(Listed records begins)

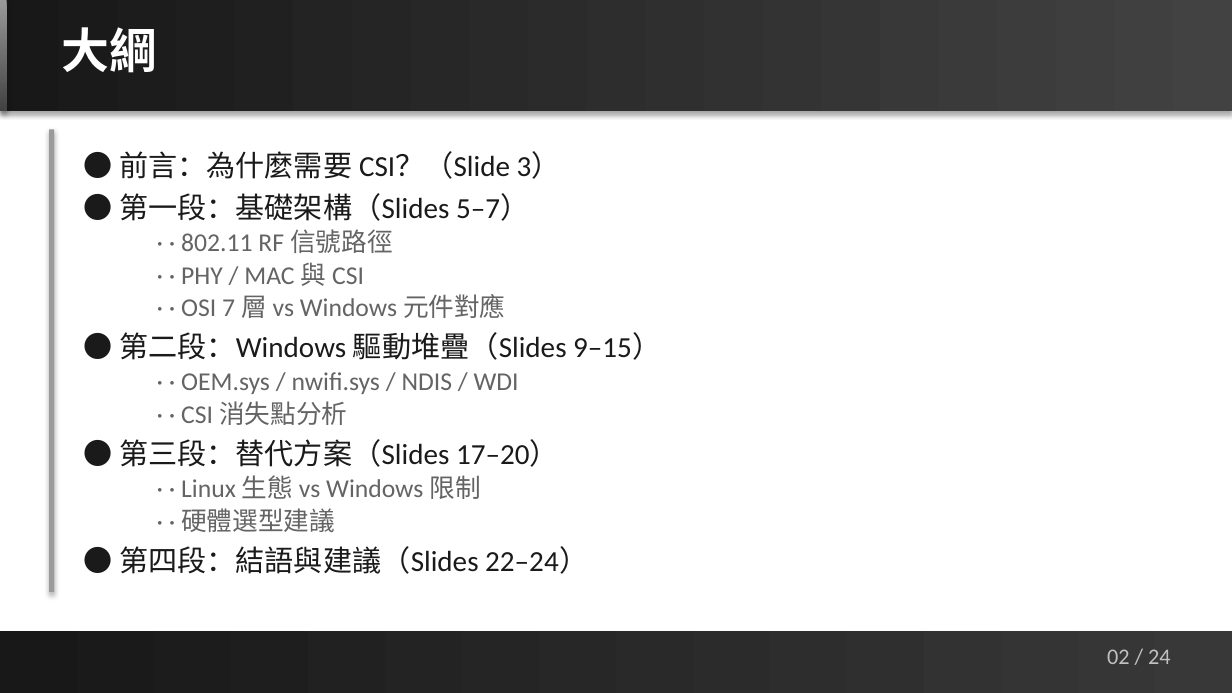
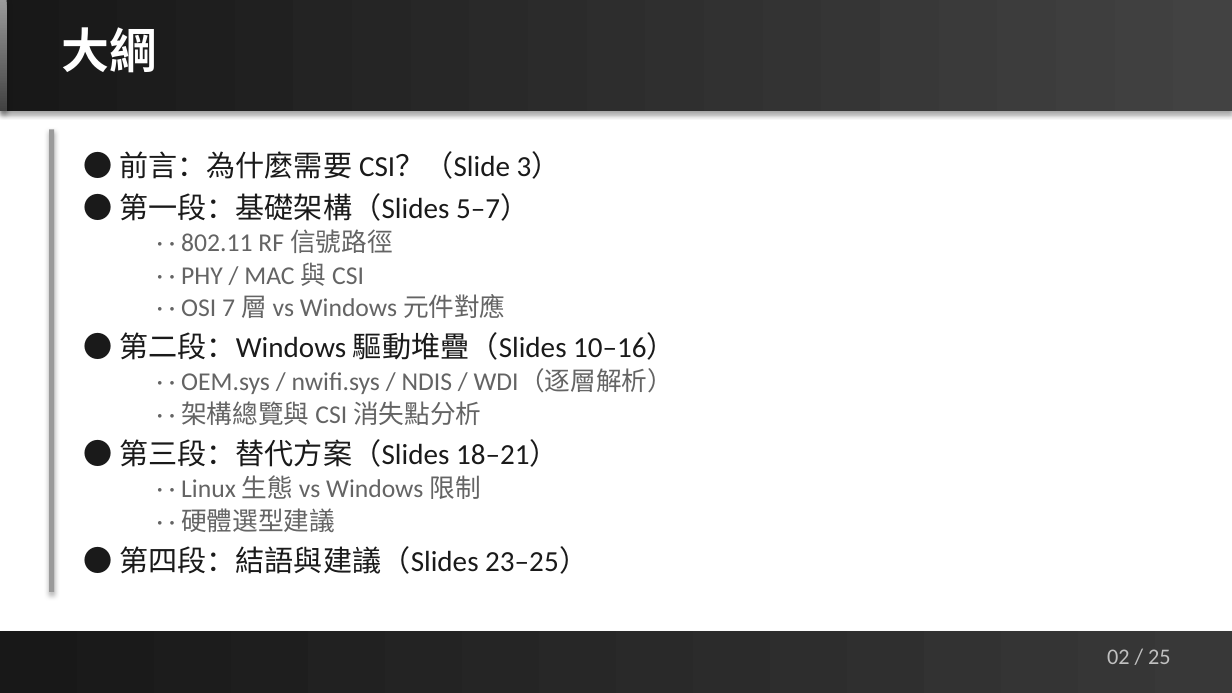
Before and after one commit to jacky92219-cell/network-ppt-project, a slide deck: slide 2 of output/network-card-csi-v5.1.pptx. Drawn at 1232x693 pixels with LibreOffice and Linux fonts; fonts in the diff are those of the drawing. Boxes give left, top, right and bottom in pixels: in the first picture for what was removed or moved away, otherwise in the second. Text is boxed around its words. In the diff, an @@ line names an element or a change of style, - is before the commit and + after.

```diff
--- a/output/network-card-csi-v5.1.pptx
+++ b/output/network-card-csi-v5.1.pptx
@@ text at [119,332,676,467]: text changed @@
-● 第二段：Windows 驅動堆疊（Slides 9–15）
-  · · OEM.sys / nwifi.sys / NDIS / WDI
-  · · CSI 消失點分析
-● 第三段：替代方案（Slides 17–20）
+● 第二段：Windows 驅動堆疊（Slides 10–16）
+  · · OEM.sys / nwifi.sys / NDIS / WDI（逐層解析）
+  · · 架構總覽與 CSI 消失點分析
+● 第三段：替代方案（Slides 18–21）
@@ text at [119,546,588,574]: text changed @@
-● 第四段：結語與建議（Slides 22–24）
+● 第四段：結語與建議（Slides 23–25）
@@ text at [1107,649,1171,664]: text changed @@
-02 / 24
+02 / 25
```
Also in this commit, not shown: 23 other slides changed, 1 slide added, 3 other files.

(Listed records ends)

What is needed is an exact copy of all the data, with no images in it.

_Response to this exercise_.
Before and after one commit to jacky92219-cell/network-ppt-project, a slide deck: slide 2 of output/network-card-csi-v5.1.pptx. Drawn at 1232x693 pixels with LibreOffice and Linux fonts; fonts in the diff are those of the drawing. Boxes give left, top, right and bottom in pixels: in the first picture for what was removed or moved away, otherwise in the second. Text is boxed around its words. In the diff, an @@ line names an element or a change of style, - is before the commit and + after.

```diff
--- a/output/network-card-csi-v5.1.pptx
+++ b/output/network-card-csi-v5.1.pptx
@@ text at [119,332,676,467]: text changed @@
-● 第二段：Windows 驅動堆疊（Slides 9–15）
-  · · OEM.sys / nwifi.sys / NDIS / WDI
-  · · CSI 消失點分析
-● 第三段：替代方案（Slides 17–20）
+● 第二段：Windows 驅動堆疊（Slides 10–16）
+  · · OEM.sys / nwifi.sys / NDIS / WDI（逐層解析）
+  · · 架構總覽與 CSI 消失點分析
+● 第三段：替代方案（Slides 18–21）
@@ text at [119,546,588,574]: text changed @@
-● 第四段：結語與建議（Slides 22–24）
+● 第四段：結語與建議（Slides 23–25）
@@ text at [1107,649,1171,664]: text changed @@
-02 / 24
+02 / 25
```
Also in this commit, not shown: 23 other slides changed, 1 slide added, 3 other files.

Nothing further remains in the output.